Albert McIntire explained

Albert Wills McIntire
Order:9th
Office:Governor of Colorado
Term Start:January 8, 1895
Term End:January 12, 1897
Lieutenant:Jared L. Brush
Predecessor:Davis H. Waite
Successor:Alva Adams
Birth Date:January 15, 1853
Birth Place:Pittsburgh, Pennsylvania
Death Place:Colorado Springs, Colorado
Party:Republican

Albert Wills McIntire (January 15, 1853 – January 31, 1935) was an American Republican politician. He was the ninth Governor of Colorado from 1895 to 1897. In 1896 Governor McIntire sent the Colorado National Guard to Leadville due to violence at the Coronado Mine during a strike by the Western Federation of Miners.

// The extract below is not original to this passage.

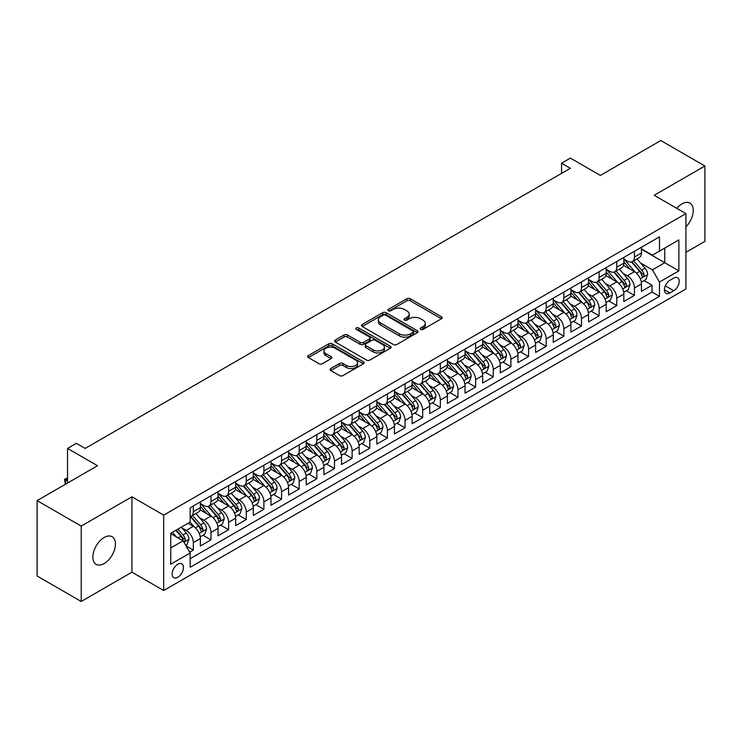 <?xml version="1.0" encoding="UTF-8"?>
<svg xmlns="http://www.w3.org/2000/svg" width="742" height="742" viewBox="0 0 742 742"><rect width="100%" height="100%" fill="white"/><g stroke="black" fill="none" stroke-linecap="round" stroke-linejoin="round"><path stroke-width="1.11" d="M420.631 329.365A1.716 0.992 0 0 0 423.051 329.365L441.453 318.745A2.449 1.41 0 0 0 442.167 317.743A2.449 1.41 0 0 0 441.453 316.741L410.28 298.748A2.449 1.41 0 0 0 406.82 298.748L388.418 309.368A1.716 0.992 0 0 0 387.918 310.073A1.716 0.992 0 0 0 388.418 310.768A1.716 0.992 0 0 0 390.839 310.768L393.223 309.395A7.837 4.526 0 0 1 404.307 309.395L406.904 310.898A7.837 4.526 0 0 1 409.194 314.098A7.837 4.526 0 0 1 406.904 317.298L404.52 318.67A1.716 0.992 0 0 0 404.019 319.366A1.716 0.992 0 0 0 404.52 320.071A1.716 0.992 0 0 0 406.95 320.071L409.324 318.698A7.837 4.526 0 0 1 420.408 318.698L423.005 320.192A7.837 4.526 0 0 1 425.305 323.391A7.837 4.526 0 0 1 423.005 326.591L420.631 327.964A1.716 0.992 0 0 0 420.13 328.669A1.716 0.992 0 0 0 420.631 329.365L420.631 327.964M104.149 563.568A15.972 9.219 120 0 0 114.574 549.497A15.972 9.219 120 0 0 112.125 536.707A15.972 9.219 120 0 0 104.149 537.496A15.972 9.219 120 0 0 93.715 551.566A15.972 9.219 120 0 0 96.163 564.365A15.972 9.219 120 0 0 104.149 563.568M685.933 226.848A15.972 9.219 120 0 0 689.949 203.104A15.972 9.219 120 0 0 681.963 203.892A15.972 9.219 120 0 0 676.787 208.335M177.802 577.276A7.986 4.61 120 0 0 183.024 570.236A7.986 4.61 120 0 0 181.799 563.837A7.986 4.61 120 0 0 177.802 564.235A7.986 4.61 120 0 0 172.589 571.266A7.986 4.61 120 0 0 173.814 577.666A7.986 4.61 120 0 0 177.802 577.276M330.793 368.533A2.449 1.41 0 0 0 330.069 369.535A2.449 1.41 0 0 0 330.793 370.536L339.539 375.582A2.449 1.41 0 0 0 342.999 375.582L363.432 363.784A2.449 1.41 0 0 0 364.155 362.792A2.449 1.41 0 0 0 363.432 361.79L332.258 343.787A2.449 1.41 0 0 0 328.799 343.787L308.366 355.585A2.449 1.41 0 0 0 307.642 356.587A2.449 1.41 0 0 0 308.366 357.588L318.93 363.691A2.449 1.41 0 0 0 322.39 363.691L331.136 358.636A2.449 1.41 0 0 0 331.85 357.635A2.449 1.41 0 0 0 331.136 356.642L325.896 353.609A6.548 3.784 0 0 1 323.976 350.938A6.548 3.784 0 0 1 328.02 347.442A6.548 3.784 0 0 1 335.161 348.267L355.687 360.111A6.548 3.784 0 0 1 357.607 362.792A6.548 3.784 0 0 1 353.563 366.279A6.548 3.784 0 0 1 346.421 365.463L342.999 363.487A2.449 1.41 0 0 0 339.539 363.487L330.793 368.533L330.793 370.536M685.933 252.326L704.9 241.382L704.9 166.004L660.788 140.535L600.361 175.427L570.366 158.102L561.546 163.203L570.366 168.295L85.182 448.418L76.352 443.326L67.531 448.418L67.531 483.051M81.212 526.087L81.212 601.465L131.937 572.184L131.937 496.797L81.212 526.087L37.1 500.618L97.527 465.735L67.531 448.418M131.937 496.797L163.694 515.134L685.933 213.622L685.933 289L163.694 590.511L163.694 515.134M704.9 166.004L654.175 195.285L685.933 213.622M393.399 344.492A2.449 1.41 0 0 0 396.859 344.492L417.292 332.694A2.449 1.41 0 0 0 418.015 331.693A2.449 1.41 0 0 0 417.292 330.691L386.118 312.697A2.449 1.41 0 0 0 382.659 312.697L362.226 324.495A2.449 1.41 0 0 0 361.502 325.497A2.449 1.41 0 0 0 362.226 326.489L393.399 344.492M356.93 329.736A1.716 0.992 0 0 1 358.674 329.977L358.674 327.945L390.366 346.236A2.449 1.41 0 0 1 391.08 347.237A2.449 1.41 0 0 1 390.366 348.239L369.924 360.037A2.449 1.41 0 0 1 366.465 360.037L335.291 342.043L335.291 340.04A2.449 1.41 0 0 0 334.577 341.042A2.449 1.41 0 0 0 335.291 342.043M335.291 340.04L344.038 334.994A2.449 1.41 0 0 1 347.497 334.994L360.148 342.294A2.449 1.41 0 0 0 363.608 342.294L369.405 338.936A2.449 1.41 0 0 0 370.128 337.944A2.449 1.41 0 0 0 369.405 336.942L356.243 329.346A1.716 0.992 0 0 1 355.743 328.641A1.716 0.992 0 0 1 356.8 327.732A1.716 0.992 0 0 1 358.674 327.945M81.212 601.465L37.1 575.996L37.1 500.618M189.674 552.187L193.328 550.072L186.01 545.852M181.846 527.859L186.27 530.419A9.98 5.76 60 0 1 193.328 542.643L200.386 538.562L200.386 546.001L210.978 539.888L202.946 535.251M199.487 517.675L203.92 520.225A9.98 5.76 60 0 1 210.978 532.45L218.037 528.378L218.037 535.817L228.619 529.705L220.587 525.067M217.128 507.482L221.561 510.042A9.98 5.76 60 0 1 228.619 522.266L235.678 518.194L235.678 525.624L246.261 519.521L238.238 514.883M234.778 497.298L239.202 499.858A9.98 5.76 60 0 1 246.261 512.082L253.319 508.01L253.319 515.44L263.902 509.327L255.879 504.699M252.419 487.114L256.843 489.674A9.98 5.76 60 0 1 263.902 501.898L270.96 497.817L270.96 505.256L281.552 499.143L273.52 494.506M270.06 476.93L274.494 479.48A9.98 5.76 60 0 1 281.552 491.705L288.61 487.633L288.61 495.072L299.193 488.959L291.161 484.322M287.701 466.737L292.135 469.296A9.98 5.76 60 0 1 299.193 481.521L306.251 477.449L306.251 484.878L316.834 478.776L308.811 474.138M305.352 456.553L309.776 459.113A9.98 5.76 60 0 1 316.834 471.337L323.892 467.265L323.892 474.695L334.475 468.582L326.452 463.954M322.993 446.369L327.417 448.929A9.98 5.76 60 0 1 334.475 461.153L341.533 457.072L341.533 464.511L352.125 458.398L344.093 453.761M340.634 436.185L345.067 438.735A9.98 5.76 60 0 1 352.125 450.96L359.174 446.888L359.174 454.327L369.766 448.214L361.734 443.577M358.275 425.991L362.708 428.551A9.98 5.76 60 0 1 369.766 440.776L376.825 436.704L376.825 444.133L387.407 438.03L379.385 433.393M375.925 415.808L380.349 418.367A9.98 5.76 60 0 1 387.407 430.592L394.466 426.511L394.466 433.949L405.049 427.837L397.026 423.209M393.566 405.624L397.99 408.183A9.98 5.76 60 0 1 405.049 420.408L412.107 416.327L412.107 423.765L422.699 417.653L414.667 413.016M411.207 395.44L415.641 397.99A9.98 5.76 60 0 1 422.699 410.215L429.748 406.143L429.748 413.582L440.34 407.469L432.308 402.832M428.848 385.246L433.282 387.806A9.98 5.76 60 0 1 440.34 400.031L447.398 395.959L447.398 403.388L457.981 397.285L449.958 392.648M446.498 375.062L450.923 377.622A9.98 5.76 60 0 1 457.981 389.847L465.039 385.766L465.039 393.204L475.622 387.092L467.599 382.464M464.14 364.878L468.564 367.438A9.98 5.76 60 0 1 475.622 379.663L482.68 375.582L482.68 383.02L493.272 376.908L485.24 372.271M481.781 354.695L486.214 357.245A9.98 5.76 60 0 1 493.272 369.47L500.321 365.398L500.321 372.836L510.913 366.724L502.881 362.087M499.422 344.501L503.855 347.061A9.98 5.76 60 0 1 510.913 359.286L517.972 355.214L517.972 362.643L528.554 356.54L520.532 351.903M517.072 334.317L521.496 336.877A9.98 5.76 60 0 1 528.554 349.102L535.613 345.021L535.613 352.459L546.195 346.347L538.173 341.719M534.713 324.133L539.137 326.693A9.98 5.76 60 0 1 546.195 338.918L553.254 334.837L553.254 342.275L563.846 336.163L555.814 331.526M552.354 313.949L556.788 316.5A9.98 5.76 60 0 1 563.846 328.725L570.895 324.653L570.895 332.091L581.487 325.979L573.455 321.342M569.995 303.756L574.429 306.316A9.98 5.76 60 0 1 581.487 318.541L588.545 314.469L588.545 321.898L599.128 315.795L591.105 311.158M587.645 293.572L592.07 296.132A9.98 5.76 60 0 1 599.128 308.357L606.186 304.276L606.186 311.714L616.769 305.602L608.746 300.974M605.287 283.388L609.711 285.948A9.98 5.76 60 0 1 616.769 298.173L623.827 294.092L623.827 301.53L634.419 295.418L634.419 287.979A9.98 5.76 -120 0 0 627.361 275.755L622.928 273.204M626.387 290.781L634.419 295.418M200.386 538.562A9.98 5.76 -120 0 0 193.328 526.338L188.041 523.286M218.037 528.378A9.98 5.76 -120 0 0 210.978 516.154L200.062 509.856M235.678 518.194A9.98 5.76 -120 0 0 228.619 505.97L217.703 499.672M253.319 508.01A9.98 5.76 -120 0 0 246.261 495.786L235.353 489.479M270.96 497.817A9.98 5.76 -120 0 0 263.902 485.593L252.994 479.295M288.61 487.633A9.98 5.76 -120 0 0 281.552 475.409L270.635 469.111M306.251 477.449A9.98 5.76 -120 0 0 299.193 465.225L288.276 458.927M323.892 467.265A9.98 5.76 -120 0 0 316.834 455.041L305.927 448.734M341.533 457.072A9.98 5.76 -120 0 0 334.475 444.848L323.568 438.55M359.174 446.888A9.98 5.76 -120 0 0 352.125 434.664L341.209 428.366M376.825 436.704A9.98 5.76 -120 0 0 369.766 424.48L358.85 418.182M394.466 426.511A9.98 5.76 -120 0 0 387.407 414.296L376.5 407.989M412.107 416.327A9.98 5.76 -120 0 0 405.049 404.102L394.141 397.805M429.748 406.143A9.98 5.76 -120 0 0 422.699 393.919L411.782 387.621M447.398 395.959A9.98 5.76 -120 0 0 440.34 383.735L429.423 377.437M465.039 385.766A9.98 5.76 -120 0 0 457.981 373.551L447.074 367.244M482.68 375.582A9.98 5.76 -120 0 0 475.622 363.357L464.715 357.06M500.321 365.398A9.98 5.76 -120 0 0 493.272 353.173L482.356 346.876M517.972 355.214A9.98 5.76 -120 0 0 510.913 342.99L499.997 336.692M535.613 345.021A9.98 5.76 -120 0 0 528.554 332.806L517.647 326.499M553.254 334.837A9.98 5.76 -120 0 0 546.195 322.612L535.288 316.315M570.895 324.653A9.98 5.76 -120 0 0 563.846 312.428L552.929 306.131M588.545 314.469A9.98 5.76 -120 0 0 581.487 302.244L570.57 295.947M606.186 304.276A9.98 5.76 -120 0 0 599.128 292.06L588.221 285.753M623.827 294.092A9.98 5.76 -120 0 0 616.769 281.867L605.862 275.57M673.764 278.102L669.878 280.346A7.735 4.461 120 0 0 664.823 287.154A7.735 4.461 120 0 0 666.01 293.359A7.735 4.461 120 0 0 669.878 292.969L673.764 290.734A7.735 4.461 120 0 0 678.809 283.917A7.735 4.461 120 0 0 677.631 277.721A7.735 4.461 120 0 0 673.764 278.102M170.753 547.939L183.098 540.807L190.156 553.031L190.156 567.287L659.471 296.336L659.471 282.071L652.413 269.847L640.569 263.011M190.156 553.031L170.753 564.235L170.753 533.266L190.156 522.062L190.156 507.797L659.471 236.846L659.471 251.111L678.874 239.898L678.874 270.867L659.471 282.071M200.386 503.521L203.92 505.562A9.98 5.76 60 0 0 208.91 506.053L215.968 501.982A9.98 5.76 -120 0 0 218.037 497.409L218.037 491.705M218.037 493.337L221.561 495.378A9.98 5.76 60 0 0 226.551 495.869L233.609 491.798A9.98 5.76 -120 0 0 235.678 487.225L235.678 481.521M235.678 483.153L239.202 485.185A9.98 5.76 60 0 0 244.192 485.685L251.25 481.604A9.98 5.76 -120 0 0 253.319 477.041L253.319 471.337M253.319 472.96L256.843 475.001A9.98 5.76 60 0 0 261.843 475.492L268.892 471.42A9.98 5.76 -120 0 0 270.96 466.857L270.96 461.144M270.96 462.776L274.494 464.817A9.98 5.76 60 0 0 279.484 465.308L286.542 461.236A9.98 5.76 -120 0 0 288.61 456.664L288.61 450.96M288.61 452.592L292.135 454.633A9.98 5.76 60 0 0 297.125 455.124L304.183 451.053A9.98 5.76 -120 0 0 306.251 446.48L306.251 440.776M306.251 442.408L309.776 444.439A9.98 5.76 60 0 0 314.766 444.94L321.824 440.859A9.98 5.76 -120 0 0 323.892 436.296L323.892 430.592M323.892 432.215L327.417 434.255A9.98 5.76 60 0 0 332.407 434.747L339.465 430.675A9.98 5.76 -120 0 0 341.533 426.112L341.533 420.399M341.533 422.031L345.067 424.072A9.98 5.76 60 0 0 350.057 424.563L357.115 420.491A9.98 5.76 -120 0 0 359.174 415.919L359.174 410.215M359.174 411.847L362.708 413.888A9.98 5.76 60 0 0 367.698 414.379L374.756 410.307A9.98 5.76 -120 0 0 376.825 405.735L376.825 400.031M376.825 401.663L380.349 403.694A9.98 5.76 60 0 0 385.339 404.195L392.397 400.114A9.98 5.76 -120 0 0 394.466 395.551L394.466 389.847M394.466 391.47L397.99 393.51A9.98 5.76 60 0 0 402.98 394.002L410.038 389.93A9.98 5.76 -120 0 0 412.107 385.367L412.107 379.654M412.107 381.286L415.641 383.326A9.98 5.76 60 0 0 420.631 383.818L427.689 379.746A9.98 5.76 -120 0 0 429.748 375.174L429.748 369.47M429.748 371.102L433.282 373.143A9.98 5.76 60 0 0 438.272 373.634L445.33 369.562A9.98 5.76 -120 0 0 447.398 364.99L447.398 359.286M447.398 360.918L450.923 362.949A9.98 5.76 60 0 0 455.913 363.45L462.971 359.369A9.98 5.76 -120 0 0 465.039 354.806L465.039 349.102M465.039 350.725L468.564 352.765A9.98 5.76 60 0 0 473.554 353.257L480.612 349.185A9.98 5.76 -120 0 0 482.68 344.622L482.68 338.909M482.68 340.541L486.214 342.581A9.98 5.76 60 0 0 491.204 343.073L498.262 339.001A9.98 5.76 -120 0 0 500.321 334.429L500.321 328.725M500.321 330.357L503.855 332.397A9.98 5.76 60 0 0 508.845 332.889L515.903 328.817A9.98 5.76 -120 0 0 517.972 324.245L517.972 318.541M517.972 320.173L521.496 322.204A9.98 5.76 60 0 0 526.486 322.705L533.544 318.624A9.98 5.76 -120 0 0 535.613 314.061L535.613 308.357M535.613 309.98L539.137 312.02A9.98 5.76 60 0 0 544.127 312.512L551.185 308.44A9.98 5.76 -120 0 0 553.254 303.868L553.254 298.163M553.254 299.796L556.788 301.836A9.98 5.76 60 0 0 561.777 302.328L568.836 298.256A9.98 5.76 -120 0 0 570.895 293.684L570.895 287.979M570.895 289.612L574.429 291.652A9.98 5.76 60 0 0 579.419 292.144L586.477 288.072A9.98 5.76 -120 0 0 588.545 283.5L588.545 277.796M588.545 279.428L592.07 281.459A9.98 5.76 60 0 0 597.06 281.96L604.118 277.879A9.98 5.76 -120 0 0 606.186 273.316L606.186 267.612M606.186 269.235L609.711 271.275A9.98 5.76 60 0 0 614.701 271.767L621.759 267.695A9.98 5.76 -120 0 0 623.827 263.122L623.827 257.418M190.156 558.735L652.06 292.06L652.06 285.234L641.468 291.346L641.468 283.908A9.98 5.76 -120 0 0 634.419 271.683L623.503 265.386M623.827 259.051L627.361 261.091A9.98 5.76 -120 0 0 632.351 261.583A9.98 5.76 -120 0 0 634.419 257.02L634.419 251.306M632.351 261.583L639.409 257.511A9.98 5.76 -120 0 0 641.468 252.939L641.468 247.234M193.328 505.97L193.328 511.674A9.98 5.76 60 0 1 191.269 516.237A9.98 5.76 60 0 1 190.156 516.645M191.269 516.237L198.318 512.166A9.98 5.76 -120 0 0 200.386 507.602L200.386 501.889M210.978 495.786L210.978 501.49A9.98 5.76 60 0 1 208.91 506.053M228.619 485.593L228.619 491.297A9.98 5.76 60 0 1 226.551 495.869M246.261 475.409L246.261 481.113A9.98 5.76 60 0 1 244.192 485.685M263.902 465.225L263.902 470.929A9.98 5.76 60 0 1 261.843 475.492M281.552 455.041L281.552 460.745A9.98 5.76 60 0 1 279.484 465.308M299.193 444.848L299.193 450.552A9.98 5.76 60 0 1 297.125 455.124M316.834 434.664L316.834 440.368A9.98 5.76 60 0 1 314.766 444.94M334.475 424.48L334.475 430.184A9.98 5.76 60 0 1 332.407 434.747M352.125 414.296L352.125 420A9.98 5.76 60 0 1 350.057 424.563M369.766 404.102L369.766 409.807A9.98 5.76 60 0 1 367.698 414.379M387.407 393.919L387.407 399.623A9.98 5.76 60 0 1 385.339 404.195M405.049 383.735L405.049 389.439A9.98 5.76 60 0 1 402.98 394.002M422.699 373.551L422.699 379.255A9.98 5.76 60 0 1 420.631 383.818M440.34 363.357L440.34 369.062A9.98 5.76 60 0 1 438.272 373.634M457.981 353.173L457.981 358.878A9.98 5.76 60 0 1 455.913 363.45M475.622 342.99L475.622 348.694A9.98 5.76 60 0 1 473.554 353.257M493.272 332.806L493.272 338.51A9.98 5.76 60 0 1 491.204 343.073M510.913 322.612L510.913 328.316A9.98 5.76 60 0 1 508.845 332.889M528.554 312.428L528.554 318.132A9.98 5.76 60 0 1 526.486 322.705M546.195 302.244L546.195 307.949A9.98 5.76 60 0 1 544.127 312.512M563.846 292.06L563.846 297.765A9.98 5.76 60 0 1 561.777 302.328M581.487 281.867L581.487 287.571A9.98 5.76 60 0 1 579.419 292.144M599.128 271.683L599.128 277.387A9.98 5.76 60 0 1 597.06 281.96M616.769 261.499L616.769 267.203A9.98 5.76 60 0 1 614.701 271.767M616.769 298.173L616.769 305.602M599.128 308.357L599.128 315.795M581.487 318.541L581.487 325.979M563.846 328.725L563.846 336.163M546.195 338.918L546.195 346.347M528.554 349.102L528.554 356.54M510.913 359.286L510.913 366.724M493.272 369.47L493.272 376.908M475.622 379.663L475.622 387.092M457.981 389.847L457.981 397.285M440.34 400.031L440.34 407.469M422.699 410.215L422.699 417.653M405.049 420.408L405.049 427.837M387.407 430.592L387.407 438.03M369.766 440.776L369.766 448.214M352.125 450.96L352.125 458.398M334.475 461.153L334.475 468.582M316.834 471.337L316.834 478.776M299.193 481.521L299.193 488.959M281.552 491.705L281.552 499.143M263.902 501.898L263.902 509.327M246.261 512.082L246.261 519.521M228.619 522.266L228.619 529.705M210.978 532.45L210.978 539.888M193.328 542.643L193.328 550.072M183.098 540.807L170.753 533.674M652.413 269.847L664.758 262.724L664.758 248.051L678.874 239.898M641.468 249.275L678.874 270.867M641.468 248.867L652.413 255.183L659.471 251.111M131.937 572.184L163.694 590.511M561.546 163.203L561.546 173.387M644.028 280.597L652.06 285.234M652.06 292.06L659.471 296.336M421.317 329.606L423.005 328.632A7.837 4.526 0 0 0 425.305 325.432L425.305 323.391M409.194 314.098L409.194 316.129A7.837 4.526 0 0 1 406.904 319.329L405.206 320.312M441.416 318.763L410.28 300.788A2.449 1.41 0 0 0 406.82 300.788L389.105 311.009M417.292 330.691L417.292 332.694L386.118 314.729A2.449 1.41 0 0 0 382.659 314.729L362.254 326.508M412.96 332.388A1.716 0.992 0 0 0 413.47 331.693A1.716 0.992 0 0 0 412.96 330.988L385.599 315.192A1.716 0.992 0 0 0 383.178 315.192L380.665 316.648A7.837 4.526 0 0 0 378.374 319.839A7.837 4.526 0 0 0 380.665 323.039L399.372 333.844A7.837 4.526 0 0 0 410.456 333.844L412.96 332.388L412.96 334.429A1.716 0.992 0 0 0 413.47 333.733L413.47 331.693M378.374 319.839L378.374 321.88A7.837 4.526 0 0 0 380.665 325.079L380.665 323.039M412.96 334.429L410.456 335.876A7.837 4.526 0 0 1 399.372 335.876L380.665 325.079M335.328 342.062L344.038 337.026L344.038 334.994M370.128 337.944L370.128 339.975A2.449 1.41 0 0 1 369.405 340.977L363.608 344.325A2.449 1.41 0 0 1 360.148 344.325L347.497 337.026A2.449 1.41 0 0 0 344.038 337.026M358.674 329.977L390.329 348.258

Early in 1896, McIntire rejected a last-minute insanity defense appeal of the Park County rancher Benjamin Ratcliff, who murdered three members of his local school board with whom he had quarreled over the education of this three children. After McIntire refused to intervene, Ratcliff was hanged at the Colorado State Penitentiary at Cañon City. He claimed that he had committed the murders to uphold the honorable reputation of his family.[1]

References

Notes and References

  1. Laura King Van Dusen, "Benjamin Ratcliff: Park County Pioneer, Civil War Veteran, Triple Murderer; What Happened and Why", Historic Tales from Park County: Parked in the Past (Charleston, South Carolina: The History Press, 2013),, pp. 127-134.